## Task item
Tally the lines below containing "逻辑外键" and report only the total.

## Stored items from a collection

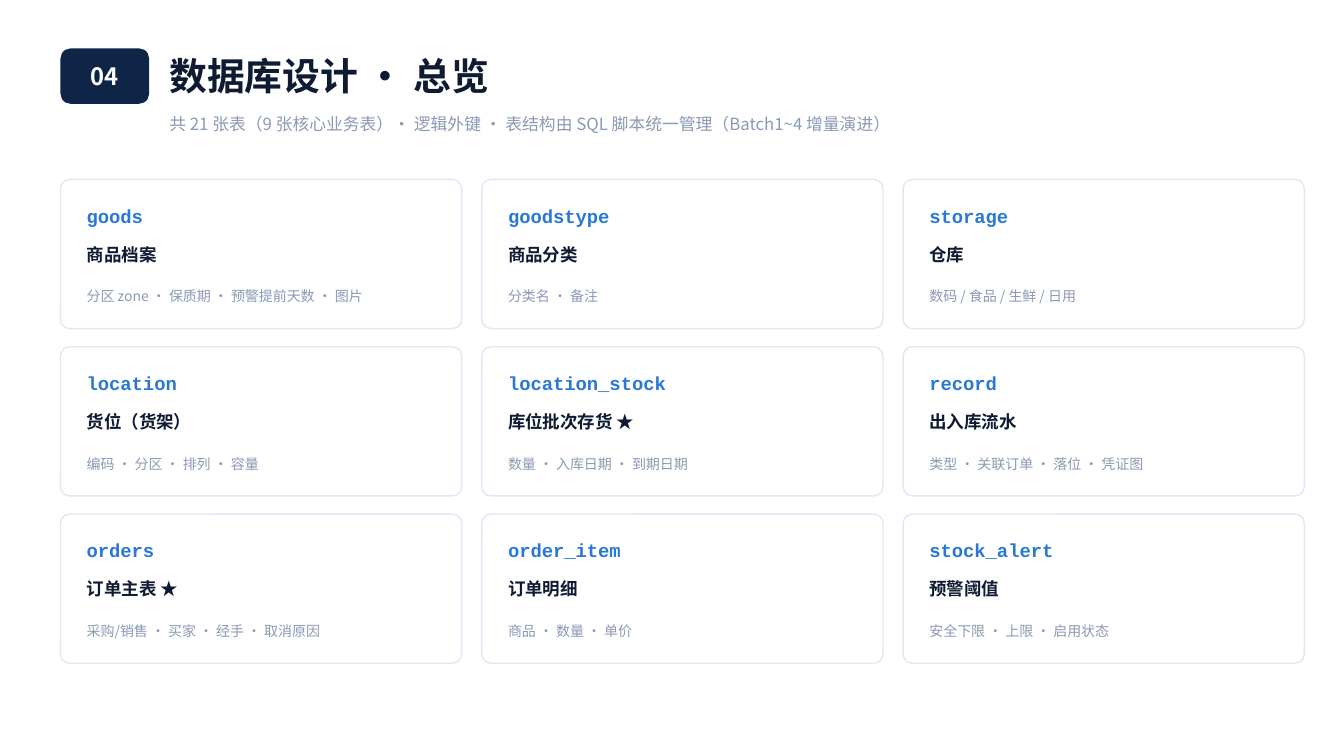
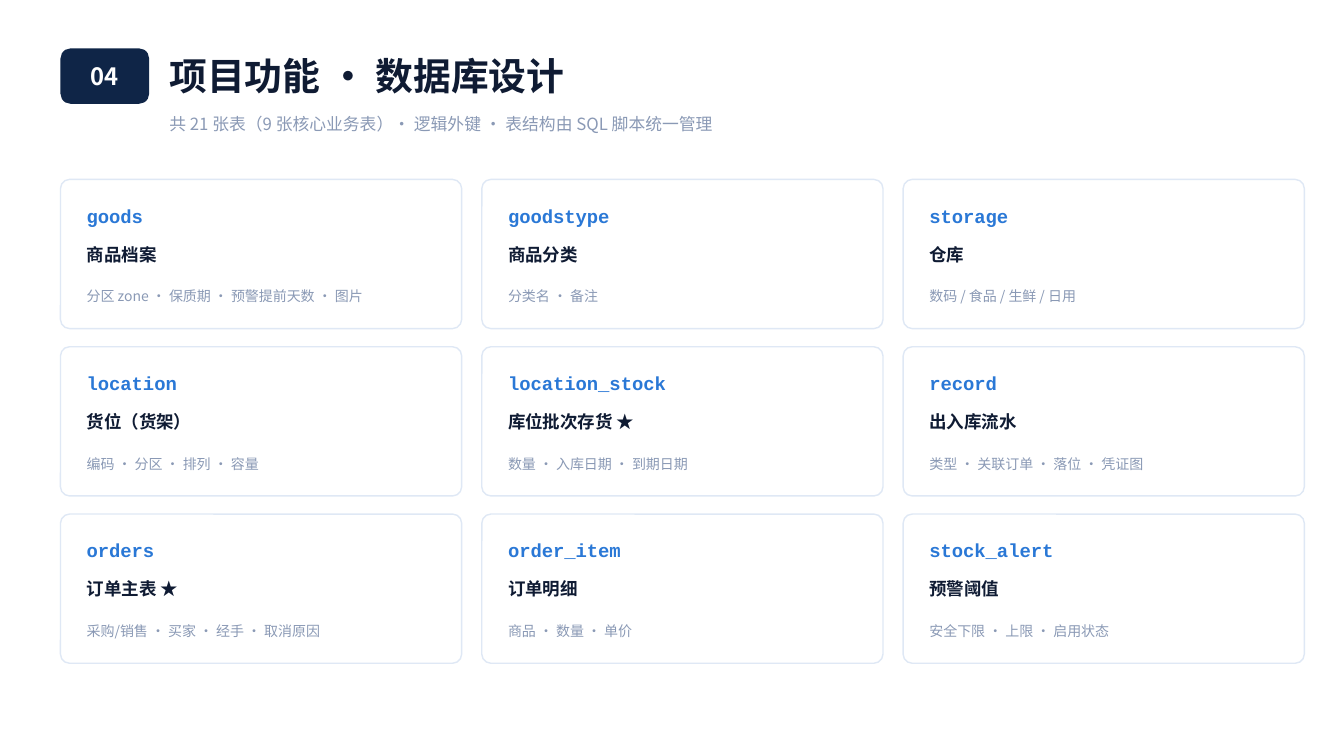
Before and after one commit to bal483836-ctrl/Warehouse_MS, a slide deck: slide 9 of 小明智库-答辩汇报.pptx (slide 8 before the commit). Drawn at 1344x756 pixels with LibreOffice and Linux fonts; fonts in the diff are those of the drawing. Boxes give left, top, right and bottom in pixels: in the first picture for what was removed or moved away, otherwise in the second. Text is boxed around its words. In the diff, an @@ line names an element or a change of style, - is before the commit and + after.

```diff
--- a/小明智库-答辩汇报.pptx
+++ b/小明智库-答辩汇报.pptx
@@ text at [169,57,564,94]: text changed @@
-数据库设计 · 总览
+项目功能 · 数据库设计
@@ text at [169,116,713,133]: text changed @@
-共 21 张表（9 张核心业务表）· 逻辑外键 · 表结构由 SQL 脚本统一管理（Batch1~4 增量演进）
+共 21 张表（9 张核心业务表）· 逻辑外键 · 表结构由 SQL 脚本统一管理
```
Also in this commit, not shown: 13 other slides changed, 3 slides added, 3 slides removed.
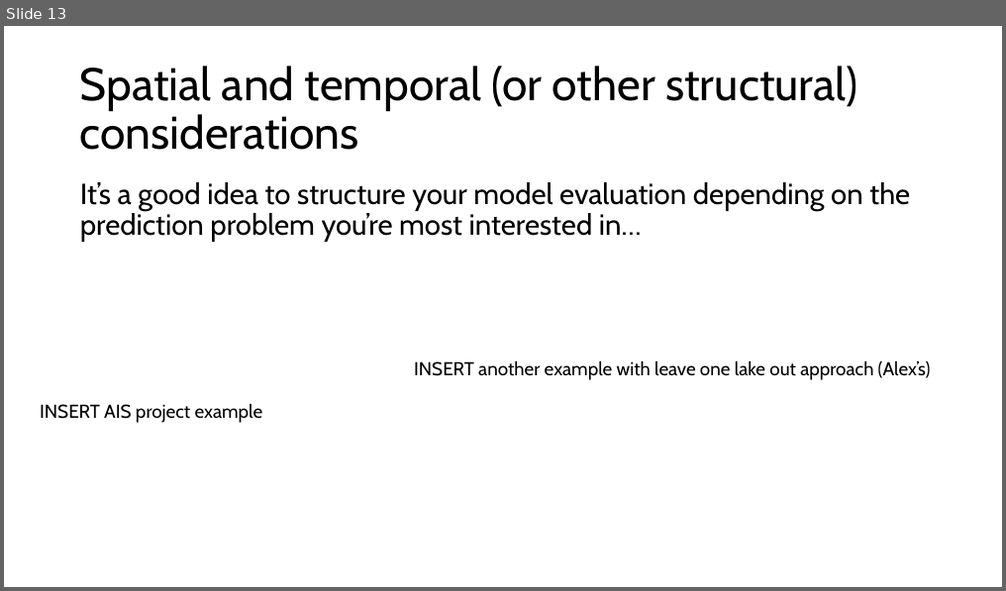
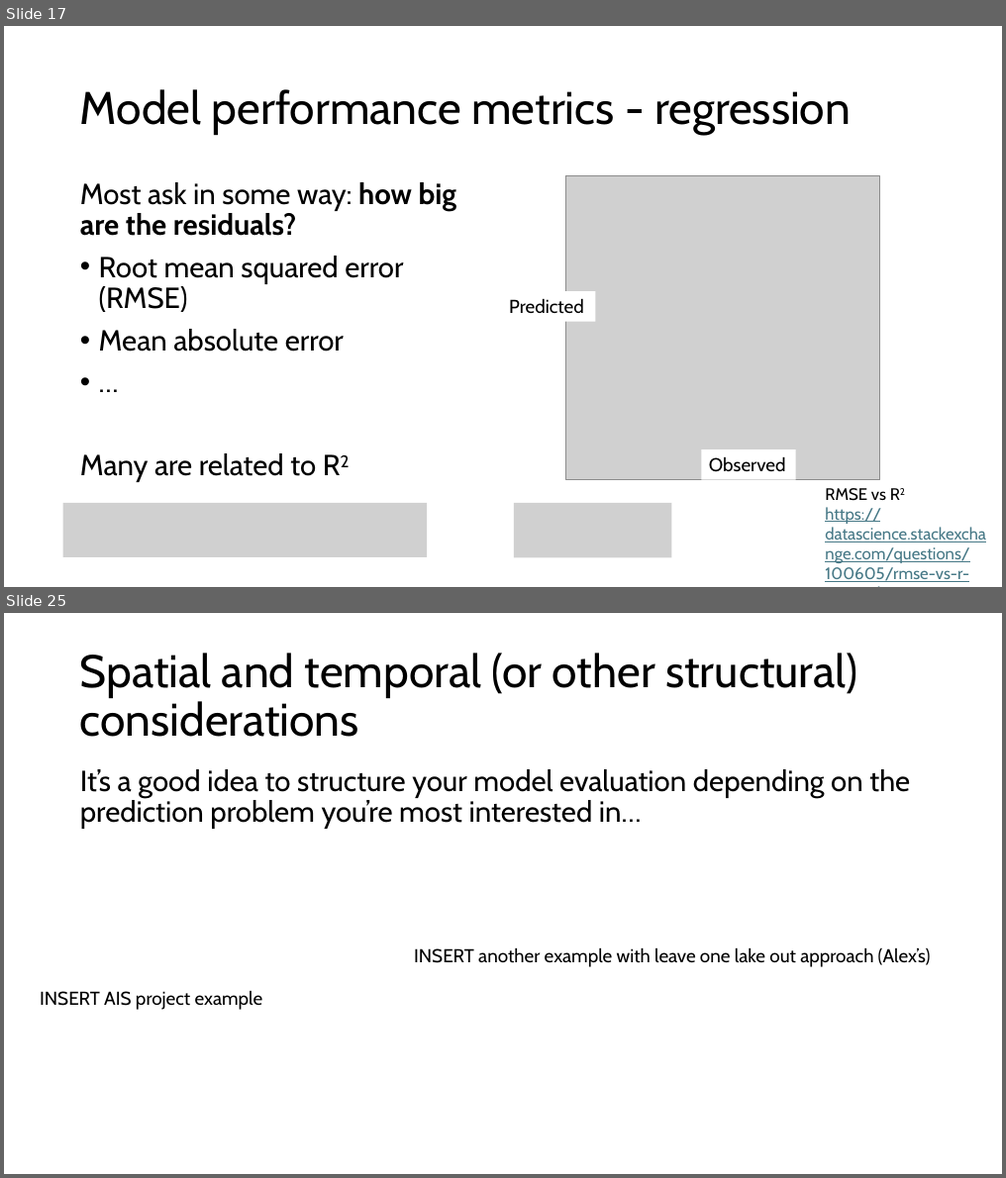
Before and after one commit to grantvagle/ml_methods_workshop, a slide deck: slides/02_model_eval_cv.pptx. Shown one above the other, each under a label of ours: slide 13 before the commit, slides 17 and 25 after it; the slides between them are not shown. The pictures are 1006x591 and 1006x1178 pixels, drawn with LibreOffice and Linux fonts; fonts in the diff are those of the drawing; grey boxes stand for pictures. Boxes give left, top, right and bottom in pixels: in the first picture for what was removed or moved away, otherwise in the second. Text is boxed around its words. In the diff, an @@ line names an element or a change of style, - is before the commit and + after.

```diff
--- a/slides/02_model_eval_cv.pptx
+++ b/slides/02_model_eval_cv.pptx
@@ slide 17 added at bbox=[4, 26, 1002, 587], background #FFFFFF @@
@@ title added at bbox=[80, 89, 850, 135], 44 pt, text #000000 @@
+Model performance metrics - regression
@@ text added at bbox=[80, 182, 457, 482], 28 pt, text #000000 @@
+Most ask in some way: how big are the residuals?
+• Root mean squared error (RMSE)
+• Mean absolute error
+• …
+Many are related to R2
@@ picture added at bbox=[566, 175, 880, 480] @@
@@ rectangle added at bbox=[502, 291, 595, 322], fill #FFFFFF, 18 pt, text #000000 @@
+Predicted
@@ rectangle added at bbox=[702, 450, 796, 479], fill #FFFFFF, 18 pt, text #000000 @@
+Observed
@@ text added at bbox=[825, 488, 986, 582], 16 pt, text #467886, underline @@
+RMSE vs R2
+https://datascience.stackexchange.com/questions/100605/rmse-vs-r-squared
@@ picture added at bbox=[63, 503, 427, 558] @@
@@ picture added at bbox=[514, 503, 672, 559] @@
@@ what was slide 13 is now slide 25 @@
```
Also in this commit, not shown: 4 slides changed, 23 other slides added, 3 slides removed.
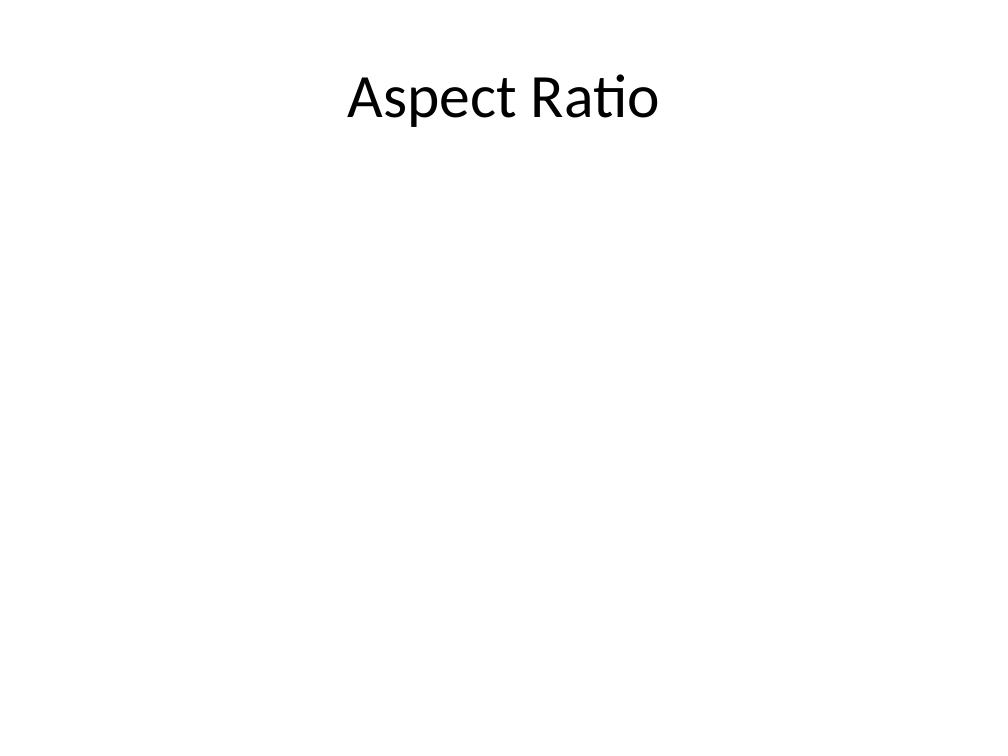
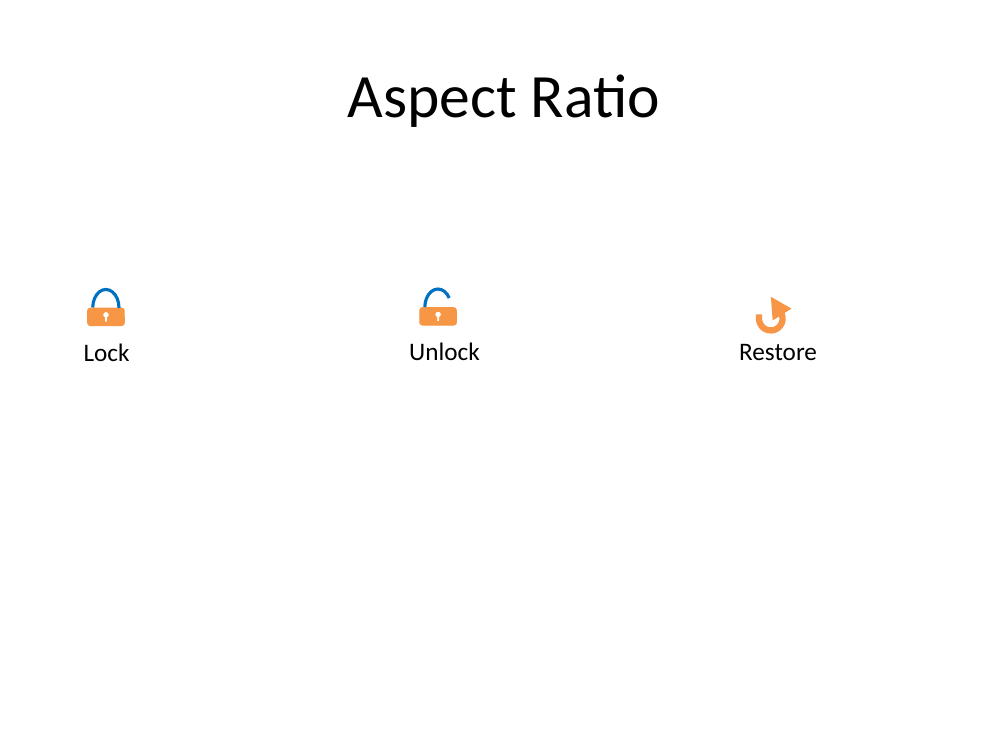
Before and after one commit to PowerPointLabs/PowerPointLabs, a slide deck: slide 6 of doc/Icons-ResizeLab.pptx. Drawn at 1008x756 pixels with LibreOffice and Linux fonts; fonts in the diff are those of the drawing. Boxes give left, top, right and bottom in pixels: in the first picture for what was removed or moved away, otherwise in the second. Text is boxed around its words. In the diff, an @@ line names an element or a change of style, - is before the commit and + after.

```diff
--- a/doc/Icons-ResizeLab.pptx
+++ b/doc/Icons-ResizeLab.pptx
@@ arc (boxed as its full ellipse) added at (x1=93, y1=289, x2=119, y2=326), outline #0070C0 2.25 pt @@
@@ arc (boxed as its full ellipse) added at (x1=424, y1=289, x2=451, y2=326), outline #0070C0 2.25 pt @@
@@ triangle added at (x1=761, y1=291, x2=791, y2=321), fill #F79646 @@
@@ rounded rectangle added at (x1=88, y1=308, x2=124, y2=326), fill #F79645, outline #F79645 0.75 pt @@
@@ freeform shape added at (x1=104, y1=312, x2=109, y2=322), fill #FFFFFF, outline #FFFFFF 0.25 pt @@
@@ rounded rectangle added at (x1=420, y1=307, x2=457, y2=325), fill #F79645, outline #F79645 0.75 pt @@
@@ freeform shape added at (x1=435, y1=311, x2=440, y2=321), fill #FFFFFF, outline #FFFFFF 0.25 pt @@
@@ arc (boxed as its full ellipse) added at (x1=757, y1=306, x2=784, y2=332), outline #F79646 4.5 pt @@
@@ text added at (x1=84, y1=343, x2=130, y2=361), 18 pt, text #000000 @@
+Lock
@@ text added at (x1=409, y1=342, x2=480, y2=360), 18 pt, text #000000 @@
+Unlock
@@ text added at (x1=739, y1=343, x2=817, y2=361), 18 pt, text #000000 @@
+Restore
```
Also in this commit, not shown: 4 other slides changed, 14 other files.

## Solution
2